Who is the stakeholder?
If we consider decisions as 'investments', we might see that behind each investment is an enthusiastic stakeholder backing it.
In dentistry, stakeholders include patients, the public, dentists, practice managers, commissioners and policy makers. For example, dentists may be more concerned about professional standards and the technical nuts-and-bolts of procedures. On the other hand, patients may be more concerned about good communication and a pleasant experience.
This is not to say that one perspective is more important than the other, but it does demonstrate the complexity of decision-making. If you find yourself being easily swayed by those around you, it might be useful to consider the validity of those influences and decide which are most important.
The Pomodoro technique is widely used for focused working. First employed by Cirillo in the late 1980s, it uses a tomato-shaped kitchen timer to break up work into 25-minute intervals.
The idea is to avoid working for extended amounts of time to maintain your 'flow'. It has been shown that taking short breaks of 3-5 minutes has been associated with greater room for creativity and forming neural connections between ideas.
The tomato timer has since been superseded by a range of apps and websites.
Do not disturb
In a technology-oriented society, it can be incredibly difficult to switch off. If time is money, human attention is a scarce commodity that is constantly bought and sold.

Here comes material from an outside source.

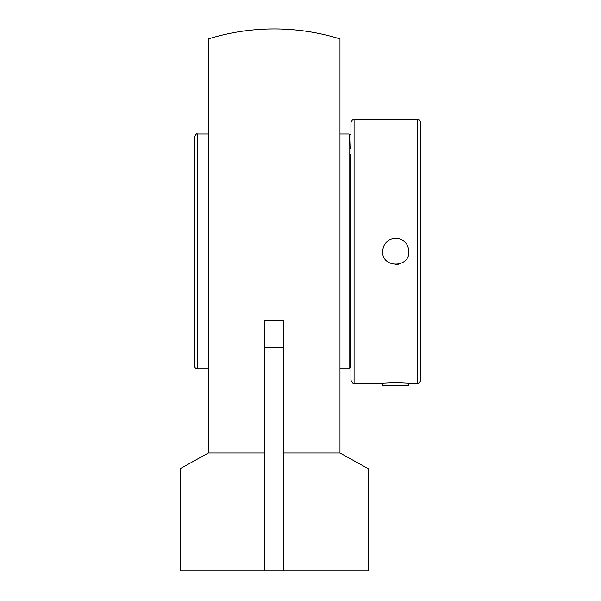 <?xml version="1.0" encoding="UTF-8"?>
<svg xmlns="http://www.w3.org/2000/svg" width="601" height="601" viewBox="0 0 601 601"><rect width="100%" height="100%" fill="white"/><g stroke="black" fill="none" stroke-linecap="round" stroke-linejoin="round"><path stroke-width="0.9" d="M264.778 452.996L208.389 452.996L208.389 38.892A222.445 222.445 0 0 1 339.971 38.892L339.971 452.996L283.582 452.996M339.971 452.996L368.173 468.682L368.173 570.95L264.778 570.95L264.778 320.31L283.582 320.31L283.582 570.95L180.187 570.95L180.187 468.682L208.389 452.996M408.875 385.376L408.875 383.28L395.743 382.627L382.612 383.28L382.612 385.376L408.875 385.376M350.939 134.556L349.617 134.556L350.098 148.815M350.3 154.652L350.3 367.519L349.061 368.759L349.061 134L339.971 134M208.389 134L197.383 134C196.805 133.249 195.873 134.181 194.604 136.788L194.604 365.971A2.787 2.787 0 0 0 197.383 368.759L197.383 134M194.604 348.67L194.604 154.096M350.939 122.612L350.939 380.148C352.269 383.032 353.313 384.077 354.072 383.28L354.072 119.479C353.313 118.682 352.269 119.727 350.939 122.612M395.743 264.515A13.132 13.132 0 0 0 398.268 264.267M395.743 238.251C403.714 239.033 408.094 243.405 408.875 251.383C409.687 268.324 381.8 268.324 382.612 251.383C383.393 243.405 387.765 239.033 395.743 238.251A13.132 13.132 0 0 0 393.219 238.499M386.458 242.098A13.132 13.132 0 0 0 384.85 244.051M417.68 383.28C418.439 384.077 419.483 383.032 420.813 380.148L420.813 122.612C419.483 119.727 418.439 118.682 417.68 119.479L417.68 383.28L408.875 383.28M283.582 347.175L264.778 347.175M350.939 360.247L350.3 360.247M349.617 134.556L349.061 134M339.971 368.759L349.061 368.759M197.383 368.759L208.389 368.759M417.68 119.479L354.072 119.479M382.612 383.28L354.072 383.28"/></g></svg>
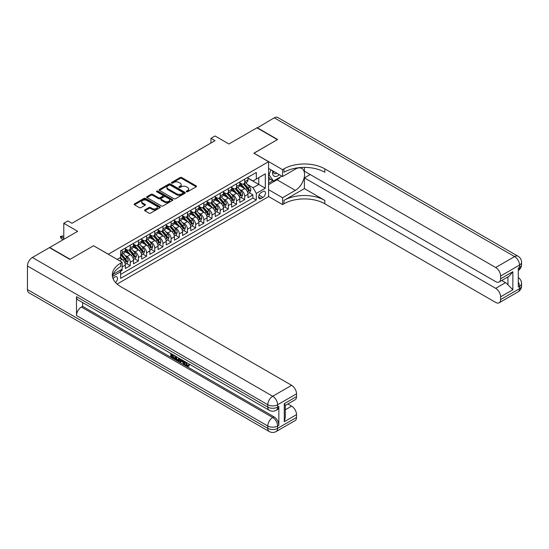 <?xml version="1.0" encoding="UTF-8"?>
<svg xmlns="http://www.w3.org/2000/svg" width="549" height="549" viewBox="0 0 549 549"><rect width="100%" height="100%" fill="white"/><g stroke="black" fill="none" stroke-linecap="round" stroke-linejoin="round"><path stroke-width="0.82" d="M186.523 191.725A0.796 0.46 0 0 0 187.648 191.725L196.171 186.804A1.132 0.652 0 0 0 196.508 186.337A1.132 0.652 0 0 0 196.171 185.878L181.726 177.54A1.132 0.652 0 0 0 180.12 177.54L171.597 182.46A0.796 0.46 0 0 0 172.722 183.105L173.82 182.474A3.63 2.1 0 0 1 178.96 182.474L180.161 183.167A3.63 2.1 0 0 1 181.225 184.649A3.63 2.1 0 0 1 180.161 186.132L179.056 186.77A0.796 0.46 0 0 0 180.182 187.415L181.287 186.784A3.63 2.1 0 0 1 186.42 186.784L187.628 187.477A3.63 2.1 0 0 1 188.691 188.959A3.63 2.1 0 0 1 187.628 190.441L186.523 191.079A0.796 0.46 0 0 0 186.523 191.725L186.523 191.079M115.523 282.536A3.699 2.134 120 0 0 117.404 279.324A3.699 2.134 120 0 0 116.731 276.771A3.699 2.134 120 0 0 114.885 276.957A3.699 2.134 120 0 0 113.108 278.782M144.895 209.876A1.132 0.652 0 0 0 144.565 210.336A1.132 0.652 0 0 0 144.895 210.802L148.951 213.142A1.132 0.652 0 0 0 150.55 213.142L160.02 207.673A1.132 0.652 0 0 0 160.356 207.213A1.132 0.652 0 0 0 160.02 206.747L145.574 198.409A1.132 0.652 0 0 0 143.975 198.409L134.505 203.878A1.132 0.652 0 0 0 134.169 204.338A1.132 0.652 0 0 0 134.505 204.804L139.398 207.625A1.132 0.652 0 0 0 141.004 207.625L145.053 205.292A1.132 0.652 0 0 0 145.389 204.825A1.132 0.652 0 0 0 145.053 204.365L142.63 202.958A3.033 1.75 0 0 1 141.738 201.723A3.033 1.75 0 0 1 143.612 200.104A3.033 1.75 0 0 1 146.919 200.481L156.431 205.971A3.033 1.75 0 0 1 157.323 207.213A3.033 1.75 0 0 1 155.442 208.833A3.033 1.75 0 0 1 152.135 208.448L150.55 207.536A1.132 0.652 0 0 0 148.951 207.536L144.895 209.876L144.895 210.802L148.951 208.483L148.951 207.536M93.632 245.801L108.345 254.201L268.578 161.694L253.864 153.198L277.369 139.624L256.932 127.828L228.926 143.996L215.03 135.967L210.946 138.327L215.03 140.688L71.967 223.285L67.877 220.931L63.787 223.285L63.787 239.337M93.632 245.705L70.128 259.279L49.685 247.475L77.684 231.314L63.787 223.285M173.903 198.731A1.132 0.652 0 0 0 175.508 198.731L184.979 193.269A1.132 0.652 0 0 0 185.308 192.802A1.132 0.652 0 0 0 184.979 192.342L170.533 183.997A1.132 0.652 0 0 0 168.927 183.997L159.457 189.467A1.132 0.652 0 0 0 159.128 189.933A1.132 0.652 0 0 0 159.457 190.393L173.903 198.731M157.007 191.896A0.796 0.46 0 0 1 157.817 192.013L157.817 191.066L172.503 199.541A1.132 0.652 0 0 1 172.832 200.008A1.132 0.652 0 0 1 172.503 200.467L163.032 205.937A1.132 0.652 0 0 1 161.427 205.937L146.981 197.599L151.037 195.272L151.037 194.332L146.981 196.672A1.132 0.652 0 0 0 146.652 197.132A1.132 0.652 0 0 0 146.981 197.599L146.981 196.672M151.037 195.272A1.132 0.652 0 0 1 152.636 195.272L152.636 194.332A1.132 0.652 0 0 0 151.037 194.332M152.636 194.332L158.496 197.715A1.132 0.652 0 0 0 160.102 197.715L162.792 196.165A1.132 0.652 0 0 0 163.122 195.698A1.132 0.652 0 0 0 162.792 195.238L156.691 191.711A0.796 0.46 0 0 1 157.817 191.066M120.382 271.371L122.077 270.396L121.013 269.779M122.159 266.903L125.35 265.057L125.35 268.509L130.257 265.675L126.531 263.527M124.932 255.381L126.984 256.561A4.625 2.67 60 0 1 130.257 262.23L133.524 260.343L133.524 263.788L138.43 260.953L134.711 258.805M133.105 250.66L135.157 251.847A4.625 2.67 60 0 1 138.43 257.508L141.697 255.621L141.697 259.066L146.604 256.232L142.884 254.084M141.278 245.938L143.337 247.125A4.625 2.67 60 0 1 146.604 252.787L149.877 250.9L149.877 254.345L154.777 251.517L151.057 249.37M149.458 241.217L151.51 242.404A4.625 2.67 60 0 1 154.777 248.066L158.05 246.178L158.05 249.623L162.957 246.796L159.237 244.648M157.632 236.502L159.684 237.683A4.625 2.67 60 0 1 162.957 243.351L166.223 241.464L166.223 244.909L171.13 242.075L167.411 239.927M165.805 231.781L167.857 232.961A4.625 2.67 60 0 1 171.13 238.63L174.397 236.743L174.397 240.188L179.303 237.353L175.584 235.205M173.985 227.06L176.037 228.247A4.625 2.67 60 0 1 179.303 233.908L182.577 232.021L182.577 235.466L187.483 232.632L183.764 230.484M182.158 222.338L184.21 223.525A4.625 2.67 60 0 1 187.483 229.187L190.75 227.3L190.75 230.745L195.657 227.917L191.937 225.769M190.331 217.617L192.383 218.804A4.625 2.67 60 0 1 195.657 224.466L198.923 222.578L198.923 226.023L203.83 223.196L200.111 221.048M198.512 212.902L200.563 214.083A4.625 2.67 60 0 1 203.83 219.751L207.103 217.864L207.103 221.309L212.003 218.475L208.284 216.327M206.685 208.181L208.737 209.368A4.625 2.67 60 0 1 212.003 215.03L215.277 213.142L215.277 216.587L220.183 213.753L216.464 211.605M214.858 203.459L216.91 204.647A4.625 2.67 60 0 1 220.183 210.308L223.45 208.421L223.45 211.866L228.357 209.032L224.637 206.884M223.031 198.738L225.09 199.925A4.625 2.67 60 0 1 228.357 205.587L231.63 203.7L231.63 207.145L236.53 204.317L232.81 202.169M231.211 194.023L233.263 195.204A4.625 2.67 60 0 1 236.53 200.872L239.803 198.978L239.803 202.43L244.71 199.596L244.71 196.151A4.625 2.67 -120 0 0 241.436 190.482L239.385 189.302M240.99 197.448L244.71 199.596M125.35 265.057A4.625 2.67 -120 0 0 122.077 259.396L119.627 257.982M133.524 260.343A4.625 2.67 -120 0 0 130.257 254.674L125.199 251.758M141.697 255.621A4.625 2.67 -120 0 0 138.43 249.96L133.373 247.036M149.877 250.9A4.625 2.67 -120 0 0 146.604 245.238L141.546 242.315M158.05 246.178A4.625 2.67 -120 0 0 154.777 240.517L149.726 237.6M166.223 241.464A4.625 2.67 -120 0 0 162.957 235.796L157.899 232.879M174.397 236.743A4.625 2.67 -120 0 0 171.13 231.074L166.073 228.158M182.577 232.021A4.625 2.67 -120 0 0 179.303 226.36L174.253 223.436M190.75 227.3A4.625 2.67 -120 0 0 187.483 221.638L182.426 218.715M198.923 222.578A4.625 2.67 -120 0 0 195.657 216.917L190.599 214M207.103 217.864A4.625 2.67 -120 0 0 203.83 212.195L198.772 209.279M215.277 213.142A4.625 2.67 -120 0 0 212.003 207.474L206.952 204.557M223.45 208.421A4.625 2.67 -120 0 0 220.183 202.759L215.126 199.836M231.63 203.7A4.625 2.67 -120 0 0 228.357 198.038L223.299 195.121M239.803 198.978A4.625 2.67 -120 0 0 236.53 193.317L231.479 190.4M262.937 191.574L261.139 192.61A3.582 2.072 120 0 0 258.799 195.767A3.582 2.072 120 0 0 259.348 198.642A3.582 2.072 120 0 0 261.139 198.464L262.937 197.42A3.582 2.072 120 0 0 265.277 194.264A3.582 2.072 120 0 0 264.728 191.395A3.582 2.072 120 0 0 262.937 191.574M117.095 284.08L268.578 196.624L268.578 161.694M119.854 270.451L120.608 271.762L120.608 278.37L256.314 200.021L256.314 193.413L253.048 187.744L247.558 184.581M120.608 271.762L112.476 276.456M117.17 259.396L120.608 257.412L120.608 250.804L256.314 172.455L256.314 179.063L265.311 173.868L265.311 188.218L256.314 193.413M125.35 248.821L126.984 249.768A4.625 2.67 60 0 0 129.296 249.994L132.563 248.107A4.625 2.67 -120 0 0 133.524 245.993L133.524 243.351M133.524 244.106L135.157 245.046A4.625 2.67 60 0 0 137.47 245.279L140.743 243.385A4.625 2.67 -120 0 0 141.697 241.272L141.697 238.63M141.697 239.385L143.337 240.325A4.625 2.67 60 0 0 145.65 240.558L148.916 238.671A4.625 2.67 -120 0 0 149.877 236.55L149.877 233.908M149.877 234.663L151.51 235.61A4.625 2.67 60 0 0 153.823 235.837L157.089 233.949A4.625 2.67 -120 0 0 158.05 231.829L158.05 229.187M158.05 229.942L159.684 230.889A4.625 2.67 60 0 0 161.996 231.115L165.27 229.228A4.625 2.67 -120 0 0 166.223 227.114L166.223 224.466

Sometimes, task-switching in the clinical environment is inevitable. However, it can be reduced by simple techniques, such as knowing when it is appropriate to defer certain tasks or turning off distractions.
Fortunately, phones now show a detailed analysis of our screentime. We might consider turning on 'do not disturb' when we need periods of concentration, or setting daily app limits. Or perhaps we might set our screen to 'grayscale'.
These restrictions won’t work for everyone, but they can be useful to explore.
Daily affirmations have become somewhat of a laughable concept in recent times. However, behind every negative automatic thought is a complex mix of past experience and incorrect assumption about the future.
If you find that confidence is a time-consumer, it may be useful to explore your basic beliefs to figure out why you have so much self-doubt. If every false belief is a study, perhaps the evidence you have gathered is weak or your analysis of that evidence is poor. Or, maybe you’ve simply jumped to the wrong conclusion.